Interpretable Reinforcement Learning for Continuous Action Environments
Extending DTPO for Continuous Action Spaces and Evaluating Competitiveness with RPO
M.Z. Kaptein (TU Delft - Electrical Engineering, Mathematics and Computer Science)
A. Lukina – Mentor (TU Delft - Algorithmics)
D.A. Vos – Mentor (TU Delft - Algorithmics)
L. Cavalcante Siebert – Graduation committee member (TU Delft - Interactive Intelligence)
More Info
expand_more
Other than for strictly personal use, it is not permitted to download, forward or distribute the text or part of it, without the consent of the author(s) and/or copyright holder(s), unless the work is under an open content license such as Creative Commons.
Abstract
This research addresses the challenge of interpretability in Reinforcement Learning (RL) for environments with continuous action spaces by extending the Decision Tree Policy Optimization (DTPO) algorithm, which was originally developed for discrete action spaces.
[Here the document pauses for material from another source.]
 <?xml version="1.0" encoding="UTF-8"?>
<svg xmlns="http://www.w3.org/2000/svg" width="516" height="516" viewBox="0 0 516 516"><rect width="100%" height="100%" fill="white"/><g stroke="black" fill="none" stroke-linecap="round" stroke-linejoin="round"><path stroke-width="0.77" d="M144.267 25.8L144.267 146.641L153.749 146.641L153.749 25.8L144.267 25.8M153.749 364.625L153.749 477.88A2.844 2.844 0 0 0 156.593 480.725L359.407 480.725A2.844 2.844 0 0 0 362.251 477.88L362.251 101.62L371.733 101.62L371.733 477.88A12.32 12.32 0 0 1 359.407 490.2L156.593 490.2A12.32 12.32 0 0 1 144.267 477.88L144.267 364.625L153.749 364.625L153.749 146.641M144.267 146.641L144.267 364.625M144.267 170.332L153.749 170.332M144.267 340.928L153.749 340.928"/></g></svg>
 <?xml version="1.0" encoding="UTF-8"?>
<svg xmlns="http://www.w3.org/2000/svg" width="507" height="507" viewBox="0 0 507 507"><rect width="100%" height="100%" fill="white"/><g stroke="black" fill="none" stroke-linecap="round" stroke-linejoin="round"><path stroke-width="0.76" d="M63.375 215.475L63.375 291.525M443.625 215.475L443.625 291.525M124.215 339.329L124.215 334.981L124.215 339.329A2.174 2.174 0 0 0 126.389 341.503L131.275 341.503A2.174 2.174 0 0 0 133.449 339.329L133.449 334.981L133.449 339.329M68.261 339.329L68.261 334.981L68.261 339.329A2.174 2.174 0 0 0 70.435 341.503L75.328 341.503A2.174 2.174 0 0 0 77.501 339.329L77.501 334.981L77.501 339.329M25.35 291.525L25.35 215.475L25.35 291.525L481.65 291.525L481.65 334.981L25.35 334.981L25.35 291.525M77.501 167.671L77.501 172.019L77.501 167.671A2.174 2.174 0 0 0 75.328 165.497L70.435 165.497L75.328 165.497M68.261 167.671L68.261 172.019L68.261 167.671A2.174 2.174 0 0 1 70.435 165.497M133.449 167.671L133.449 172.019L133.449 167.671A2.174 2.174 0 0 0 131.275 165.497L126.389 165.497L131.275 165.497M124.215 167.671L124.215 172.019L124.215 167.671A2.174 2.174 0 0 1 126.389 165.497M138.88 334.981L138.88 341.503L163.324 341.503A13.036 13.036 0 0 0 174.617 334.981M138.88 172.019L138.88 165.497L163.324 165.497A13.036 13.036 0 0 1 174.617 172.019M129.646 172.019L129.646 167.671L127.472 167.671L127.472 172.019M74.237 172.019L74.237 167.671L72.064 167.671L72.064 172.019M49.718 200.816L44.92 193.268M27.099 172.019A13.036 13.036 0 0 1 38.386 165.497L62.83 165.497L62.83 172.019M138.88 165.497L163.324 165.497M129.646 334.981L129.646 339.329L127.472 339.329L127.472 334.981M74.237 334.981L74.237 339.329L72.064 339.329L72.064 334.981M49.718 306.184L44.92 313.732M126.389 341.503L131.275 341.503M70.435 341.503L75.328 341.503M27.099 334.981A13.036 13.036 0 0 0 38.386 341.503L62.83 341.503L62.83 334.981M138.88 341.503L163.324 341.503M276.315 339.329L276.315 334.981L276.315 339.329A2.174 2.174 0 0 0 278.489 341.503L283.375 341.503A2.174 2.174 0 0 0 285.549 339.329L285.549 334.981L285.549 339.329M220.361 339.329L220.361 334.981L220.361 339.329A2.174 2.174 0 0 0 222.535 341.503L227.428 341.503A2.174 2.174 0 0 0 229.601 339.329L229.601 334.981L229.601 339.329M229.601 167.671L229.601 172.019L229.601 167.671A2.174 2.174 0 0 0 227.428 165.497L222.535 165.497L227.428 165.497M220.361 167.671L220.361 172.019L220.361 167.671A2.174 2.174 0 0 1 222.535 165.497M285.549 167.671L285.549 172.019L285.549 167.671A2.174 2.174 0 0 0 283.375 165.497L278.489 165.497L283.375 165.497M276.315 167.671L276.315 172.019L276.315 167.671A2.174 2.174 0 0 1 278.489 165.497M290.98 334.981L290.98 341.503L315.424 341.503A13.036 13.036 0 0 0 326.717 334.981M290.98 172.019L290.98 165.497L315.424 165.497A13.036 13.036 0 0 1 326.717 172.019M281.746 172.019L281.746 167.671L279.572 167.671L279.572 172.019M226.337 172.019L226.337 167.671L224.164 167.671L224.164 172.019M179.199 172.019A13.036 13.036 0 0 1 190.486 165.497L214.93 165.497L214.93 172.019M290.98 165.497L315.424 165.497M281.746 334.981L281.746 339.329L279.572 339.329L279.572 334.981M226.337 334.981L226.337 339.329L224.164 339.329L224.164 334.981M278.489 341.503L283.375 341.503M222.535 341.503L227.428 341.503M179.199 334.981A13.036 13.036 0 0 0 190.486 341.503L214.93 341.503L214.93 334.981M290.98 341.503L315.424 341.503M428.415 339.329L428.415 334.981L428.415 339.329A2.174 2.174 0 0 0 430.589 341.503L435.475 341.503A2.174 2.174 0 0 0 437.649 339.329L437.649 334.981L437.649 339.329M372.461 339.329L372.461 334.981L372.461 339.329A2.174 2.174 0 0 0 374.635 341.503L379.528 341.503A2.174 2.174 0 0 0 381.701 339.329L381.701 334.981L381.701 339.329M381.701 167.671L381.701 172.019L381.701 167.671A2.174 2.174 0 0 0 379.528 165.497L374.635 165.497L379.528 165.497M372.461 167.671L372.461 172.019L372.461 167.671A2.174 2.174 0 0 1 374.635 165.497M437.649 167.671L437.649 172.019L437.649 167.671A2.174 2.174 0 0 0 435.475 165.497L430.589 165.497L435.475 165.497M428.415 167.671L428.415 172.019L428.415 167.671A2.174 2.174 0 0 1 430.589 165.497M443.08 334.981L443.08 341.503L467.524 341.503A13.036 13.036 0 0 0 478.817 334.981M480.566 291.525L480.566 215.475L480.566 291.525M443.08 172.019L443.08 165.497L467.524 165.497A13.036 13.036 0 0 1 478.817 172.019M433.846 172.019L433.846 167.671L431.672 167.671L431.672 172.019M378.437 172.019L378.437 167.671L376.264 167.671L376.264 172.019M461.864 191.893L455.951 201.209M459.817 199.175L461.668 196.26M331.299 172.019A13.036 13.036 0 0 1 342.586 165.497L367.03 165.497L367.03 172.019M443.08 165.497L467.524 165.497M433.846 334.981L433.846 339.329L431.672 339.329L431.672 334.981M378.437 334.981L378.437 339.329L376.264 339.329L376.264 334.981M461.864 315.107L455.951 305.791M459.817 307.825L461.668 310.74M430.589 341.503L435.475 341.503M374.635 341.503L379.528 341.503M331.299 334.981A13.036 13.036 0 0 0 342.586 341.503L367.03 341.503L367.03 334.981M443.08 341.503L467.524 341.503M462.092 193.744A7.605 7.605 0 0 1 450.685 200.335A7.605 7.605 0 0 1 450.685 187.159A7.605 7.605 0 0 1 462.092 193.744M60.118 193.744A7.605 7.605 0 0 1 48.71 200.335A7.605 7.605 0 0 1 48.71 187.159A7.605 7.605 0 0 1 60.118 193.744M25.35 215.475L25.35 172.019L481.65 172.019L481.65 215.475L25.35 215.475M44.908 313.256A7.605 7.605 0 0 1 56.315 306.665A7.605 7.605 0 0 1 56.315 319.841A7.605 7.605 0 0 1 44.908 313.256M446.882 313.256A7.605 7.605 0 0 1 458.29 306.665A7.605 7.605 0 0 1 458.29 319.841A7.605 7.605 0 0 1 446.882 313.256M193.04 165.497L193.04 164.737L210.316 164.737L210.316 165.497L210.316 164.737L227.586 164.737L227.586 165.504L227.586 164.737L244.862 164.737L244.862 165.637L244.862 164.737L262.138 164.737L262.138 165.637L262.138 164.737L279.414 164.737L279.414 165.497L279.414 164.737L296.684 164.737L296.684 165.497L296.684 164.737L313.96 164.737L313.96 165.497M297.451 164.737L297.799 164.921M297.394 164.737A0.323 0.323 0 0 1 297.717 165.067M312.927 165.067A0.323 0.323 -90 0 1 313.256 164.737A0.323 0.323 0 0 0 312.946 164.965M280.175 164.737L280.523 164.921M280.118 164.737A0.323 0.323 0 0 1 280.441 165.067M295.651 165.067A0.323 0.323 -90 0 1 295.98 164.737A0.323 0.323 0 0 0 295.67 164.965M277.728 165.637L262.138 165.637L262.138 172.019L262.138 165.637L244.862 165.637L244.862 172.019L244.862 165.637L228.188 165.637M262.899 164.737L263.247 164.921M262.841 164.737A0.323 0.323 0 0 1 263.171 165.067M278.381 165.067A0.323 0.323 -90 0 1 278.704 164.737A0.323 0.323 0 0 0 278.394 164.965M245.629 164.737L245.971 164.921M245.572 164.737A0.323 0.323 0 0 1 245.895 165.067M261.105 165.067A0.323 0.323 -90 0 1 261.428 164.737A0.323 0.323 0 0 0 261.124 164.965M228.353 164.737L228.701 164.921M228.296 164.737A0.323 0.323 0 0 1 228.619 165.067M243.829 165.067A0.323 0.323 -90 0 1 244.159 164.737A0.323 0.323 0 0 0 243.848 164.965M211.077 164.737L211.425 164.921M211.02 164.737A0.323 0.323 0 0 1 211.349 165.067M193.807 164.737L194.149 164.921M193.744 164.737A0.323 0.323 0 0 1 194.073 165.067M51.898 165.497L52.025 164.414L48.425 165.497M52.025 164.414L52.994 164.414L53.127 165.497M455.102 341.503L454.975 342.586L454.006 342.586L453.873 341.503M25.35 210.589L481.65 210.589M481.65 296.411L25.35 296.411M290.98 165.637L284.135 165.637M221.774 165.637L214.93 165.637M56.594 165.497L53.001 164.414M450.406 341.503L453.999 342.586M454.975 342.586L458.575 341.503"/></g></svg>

Unlike deep RL methods such as Proximal Policy Optimization (PPO), which are effective but difficult to interpret, DTPO offers transparent rule-based policies. We propose a continuous-action variant of the DTPO algorithm, DTPO-c, which allows decision trees to output Gaussian distribution parameters while maintaining interpretability. Our experiments on the Pendulum-v1 environment show that DTPO-c can achieve performance comparable to Robust Policy Optimization (RPO), although it requires more computational effort. Additionally, we investigate the impact of discretizing continuous actions and find that increasing action resolution does not always lead to improved performance, likely due to limited model capacity. These results confirm the feasibility of interpretable RL in continuous environments, making it suitable for applications where understanding and trusting the behavior of the model is important.